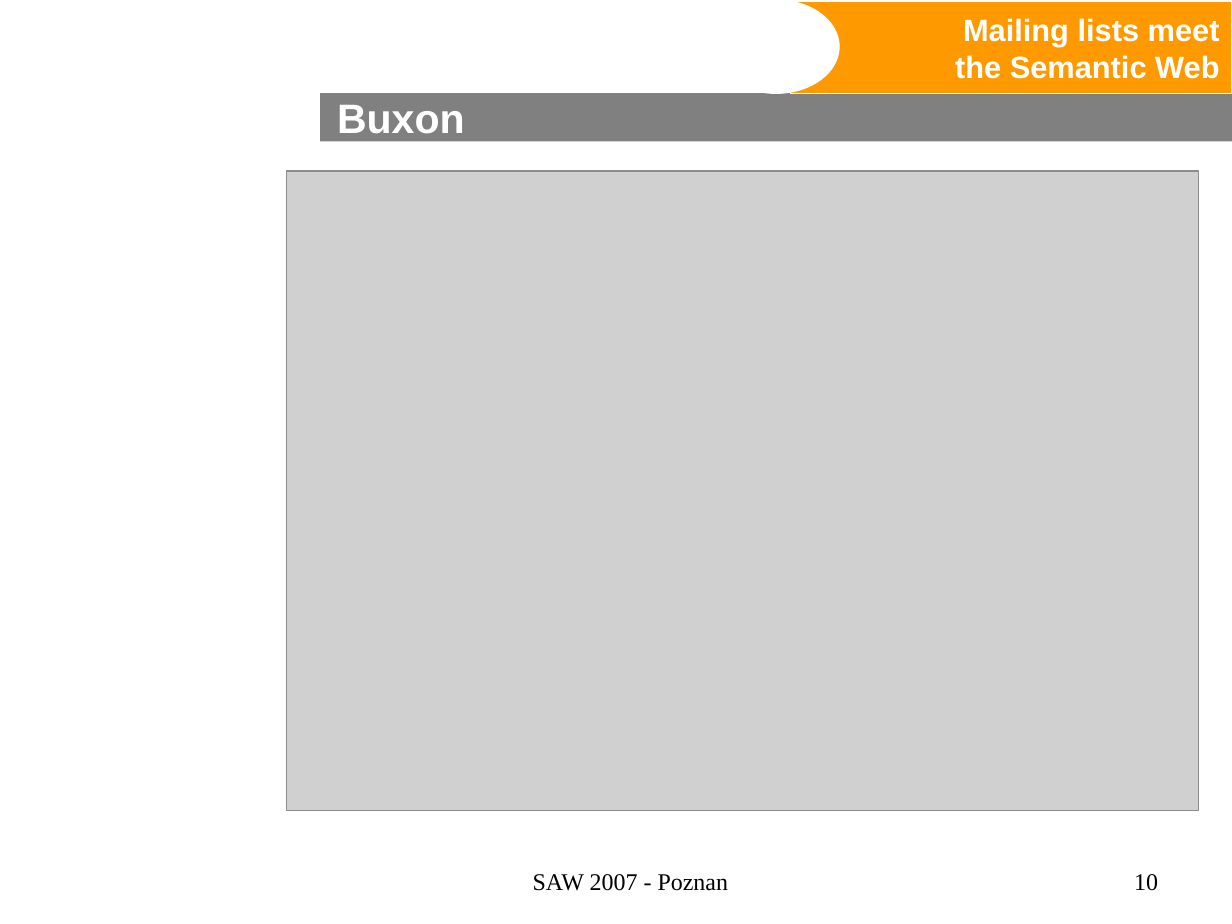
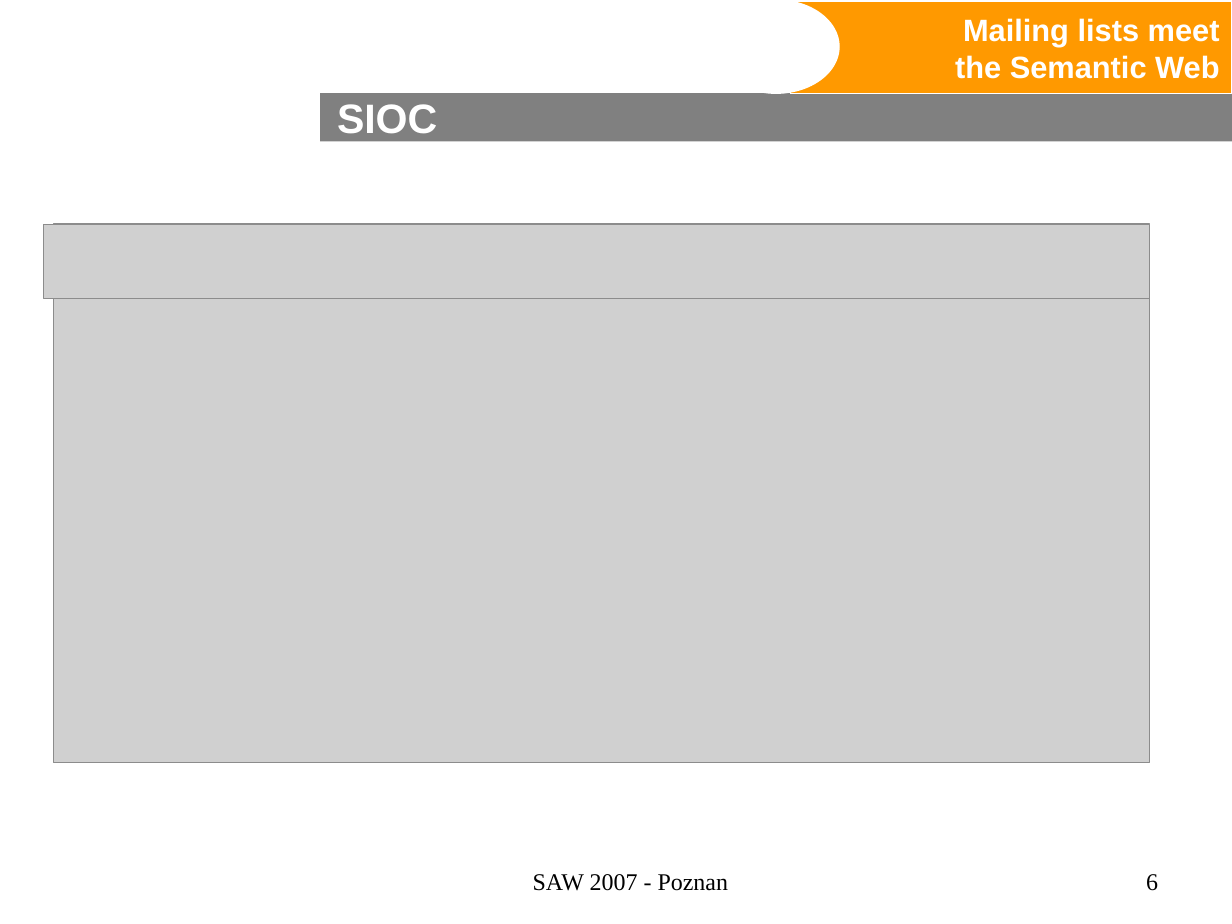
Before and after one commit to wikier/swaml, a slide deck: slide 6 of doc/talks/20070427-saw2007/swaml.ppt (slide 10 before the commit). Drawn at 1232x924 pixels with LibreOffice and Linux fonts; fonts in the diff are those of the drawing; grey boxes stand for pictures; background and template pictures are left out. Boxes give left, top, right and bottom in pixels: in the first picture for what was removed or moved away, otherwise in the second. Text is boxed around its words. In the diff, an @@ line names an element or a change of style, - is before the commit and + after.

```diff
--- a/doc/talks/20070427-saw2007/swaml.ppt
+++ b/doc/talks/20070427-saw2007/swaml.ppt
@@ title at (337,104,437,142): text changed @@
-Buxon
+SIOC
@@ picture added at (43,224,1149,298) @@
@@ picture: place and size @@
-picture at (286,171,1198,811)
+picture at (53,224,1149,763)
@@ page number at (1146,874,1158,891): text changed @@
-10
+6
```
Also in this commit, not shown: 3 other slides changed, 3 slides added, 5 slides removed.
◆ ◆ ◆ ◆ ◆ ◆ ◆
(WHAT THE TASK REQUIRES) Each line above should be printed again exactly, though the pictures should not be.

(PROBLEM SOLUTION)
Before and after one commit to wikier/swaml, a slide deck: slide 6 of doc/talks/20070427-saw2007/swaml.ppt (slide 10 before the commit). Drawn at 1232x924 pixels with LibreOffice and Linux fonts; fonts in the diff are those of the drawing; grey boxes stand for pictures; background and template pictures are left out. Boxes give left, top, right and bottom in pixels: in the first picture for what was removed or moved away, otherwise in the second. Text is boxed around its words. In the diff, an @@ line names an element or a change of style, - is before the commit and + after.

```diff
--- a/doc/talks/20070427-saw2007/swaml.ppt
+++ b/doc/talks/20070427-saw2007/swaml.ppt
@@ title at (337,104,437,142): text changed @@
-Buxon
+SIOC
@@ picture added at (43,224,1149,298) @@
@@ picture: place and size @@
-picture at (286,171,1198,811)
+picture at (53,224,1149,763)
@@ page number at (1146,874,1158,891): text changed @@
-10
+6
```
Also in this commit, not shown: 3 other slides changed, 3 slides added, 5 slides removed.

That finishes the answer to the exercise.